La concepción del término “política” no siempre calza con las realidades que circunscriben la conducta humana. Particularmente, por aquello que refirió Aristóteles cuando asintió que “el hombre es un animal político o cívico”. Y que denominó el “zoon politikón”. Con ello dejó ver que el ser humano se mueve a instancia de lo que determinan sus intereses y necesidades. Lo que define de manera bastante sencilla, el concepto de política.

Sin embargo, ante esta situación, vale exaltar lo que envuelve a dos términos de fundamental injerencia en todo esto. Y son: el bien y el mal. De marginar su comprensión, pudiera complicarse el problema en cuestión. Cabe entonces acudir al análisis filosófico. En principio, este permite inferir que se trata de un problema de cultura. Propio de tradiciones enmarcadas por la ética y la moralidad sobre las cuales se erigen y justifican actitudes y expresiones.

De manera que hablar de lo que encierra el bien y el mal, se torna en un relativismo cultural, moral, lingüístico y hasta religioso. Es decir, político. De ahí que dar cuenta de cuándo se es políticamente correcto, se convierte en un problema cuya solución va más allá de lo que puede aportar el estudio de la sociología. O de la filosofía política.

¿Acaso es posible asumir un comportamiento político correcto? Precisamente, es el propósito de estas líneas.

Indiscutiblemente, los estudios políticos, así como los sociológicos, han indagado la esencia de tan honda problemática. Las huellas de tal indeterminación configuran debates de vieja data. Más aún, a sabiendas de que es un perfecto dilema tan antiguo como el mismo ser humano y sus creencias. Sólo que como dilema, que en efecto es, no se resuelve.

El debate entre el bien y el mal

Es uno de los problemas que han trancado el debate del desarrollo.

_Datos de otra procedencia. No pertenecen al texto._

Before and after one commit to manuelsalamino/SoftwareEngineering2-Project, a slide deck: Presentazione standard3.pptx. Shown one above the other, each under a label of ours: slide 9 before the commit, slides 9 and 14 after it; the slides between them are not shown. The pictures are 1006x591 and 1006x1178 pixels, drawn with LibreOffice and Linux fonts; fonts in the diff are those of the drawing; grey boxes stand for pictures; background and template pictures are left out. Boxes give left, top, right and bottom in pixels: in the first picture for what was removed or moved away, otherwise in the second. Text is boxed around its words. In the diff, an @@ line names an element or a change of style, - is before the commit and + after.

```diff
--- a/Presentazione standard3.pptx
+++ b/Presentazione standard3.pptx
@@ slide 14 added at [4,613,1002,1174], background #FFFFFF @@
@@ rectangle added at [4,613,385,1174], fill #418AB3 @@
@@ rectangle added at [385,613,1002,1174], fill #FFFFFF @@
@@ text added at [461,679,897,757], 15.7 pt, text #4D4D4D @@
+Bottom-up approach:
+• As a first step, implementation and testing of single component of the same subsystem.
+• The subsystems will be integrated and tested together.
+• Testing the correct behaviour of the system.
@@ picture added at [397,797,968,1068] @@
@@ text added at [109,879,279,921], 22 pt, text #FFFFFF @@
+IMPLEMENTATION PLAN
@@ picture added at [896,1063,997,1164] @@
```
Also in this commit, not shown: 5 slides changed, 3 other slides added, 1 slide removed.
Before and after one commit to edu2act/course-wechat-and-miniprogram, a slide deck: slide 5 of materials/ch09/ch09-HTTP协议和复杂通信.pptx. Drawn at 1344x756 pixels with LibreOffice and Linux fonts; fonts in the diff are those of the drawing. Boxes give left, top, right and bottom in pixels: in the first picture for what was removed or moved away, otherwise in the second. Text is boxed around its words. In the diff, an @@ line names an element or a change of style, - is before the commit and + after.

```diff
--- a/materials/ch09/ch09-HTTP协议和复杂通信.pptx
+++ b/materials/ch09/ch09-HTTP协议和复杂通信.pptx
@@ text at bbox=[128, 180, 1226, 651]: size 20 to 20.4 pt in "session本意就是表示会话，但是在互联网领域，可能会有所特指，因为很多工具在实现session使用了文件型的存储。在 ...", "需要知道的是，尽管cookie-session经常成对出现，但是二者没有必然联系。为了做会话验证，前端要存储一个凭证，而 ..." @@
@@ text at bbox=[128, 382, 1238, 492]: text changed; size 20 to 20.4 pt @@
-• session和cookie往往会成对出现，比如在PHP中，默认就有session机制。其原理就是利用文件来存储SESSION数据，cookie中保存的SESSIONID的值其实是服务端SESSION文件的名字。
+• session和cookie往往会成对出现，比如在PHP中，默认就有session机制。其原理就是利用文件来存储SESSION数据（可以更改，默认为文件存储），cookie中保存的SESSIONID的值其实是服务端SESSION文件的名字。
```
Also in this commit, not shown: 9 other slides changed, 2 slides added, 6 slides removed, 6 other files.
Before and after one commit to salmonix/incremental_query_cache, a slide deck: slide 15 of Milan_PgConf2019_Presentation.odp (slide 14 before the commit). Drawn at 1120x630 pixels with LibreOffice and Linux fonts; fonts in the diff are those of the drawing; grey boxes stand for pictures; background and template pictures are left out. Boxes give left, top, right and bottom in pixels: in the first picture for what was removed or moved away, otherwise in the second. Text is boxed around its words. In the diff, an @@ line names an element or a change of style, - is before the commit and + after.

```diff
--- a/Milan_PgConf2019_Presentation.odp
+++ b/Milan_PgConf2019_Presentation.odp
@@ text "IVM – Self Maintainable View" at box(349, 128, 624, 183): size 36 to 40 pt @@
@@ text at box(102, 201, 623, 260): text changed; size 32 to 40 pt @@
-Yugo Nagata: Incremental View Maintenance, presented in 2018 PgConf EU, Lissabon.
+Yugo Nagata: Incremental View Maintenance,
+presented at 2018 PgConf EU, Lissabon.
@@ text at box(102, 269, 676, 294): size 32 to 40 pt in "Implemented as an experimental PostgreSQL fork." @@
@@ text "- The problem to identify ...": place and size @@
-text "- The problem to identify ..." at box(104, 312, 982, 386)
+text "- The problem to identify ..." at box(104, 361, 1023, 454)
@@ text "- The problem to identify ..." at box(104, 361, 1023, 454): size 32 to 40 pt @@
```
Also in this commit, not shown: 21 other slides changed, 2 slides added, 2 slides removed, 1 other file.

La confrontación entre el bien y el mal suele supeditarse a la postura de quien detenta el poder en la coyuntura.

Las cualidades, dotes, talentos y defectos que exhibe y oculta el hombre en su desenvolvimiento ante la vida, implican lo que lo hace capaz o potencialmente ávido para el ejercicio de lo que se proponga llevar a cabo. O demostrar. Y es lo que induce que aparezca el bien o el mal como elemento de la realidad.

Quizás es por tan compleja razón que el mundo cambia cíclicamente de visual política. Esto facilita que lo políticamente correcto sea potestativo de quien asume el poder en su elevado pedestal. Aunque eso no hace al gobernante ser políticamente correcto. Tampoco, a quienes pueden seguirlo. Bien por convicción o por adulancia. Es un problema provocado por un indigno ejercicio del poder. Y que no sólo contamina actitudes. Sino también, contagia el lenguaje descontextualizándolo de la connotación que le imprime sentido y valor al hecho político. O porque empobrece toda consideración de afecto y respeto a la relación social sobre la cual se cimienta la vida humana y el desarrollo de sus instituciones.

Y no es porque deliberar el crecimiento humano se vea constreñido a consecuencia de las implicaciones de un conflicto tan indeterminado como ambivalente. Es decir, el conflicto entre el bien y el mal asumido desde el enfoque que mejor pueda encauzarse. Inclusive, en aras de la libertad. Aunque pudiera sonar contradictorio. Pero que en su esencia, no lo es. Por el contrario, es complementario. Y hasta llega a fungir como factor constructivo de la libertad de pensamiento y de expresión. Así que a decir por lo que esta disertación ha pretendido explayar, pareciera que sí es posible darle sentido a la pregunta de si acaso se puede ¿ser políticamente correcto?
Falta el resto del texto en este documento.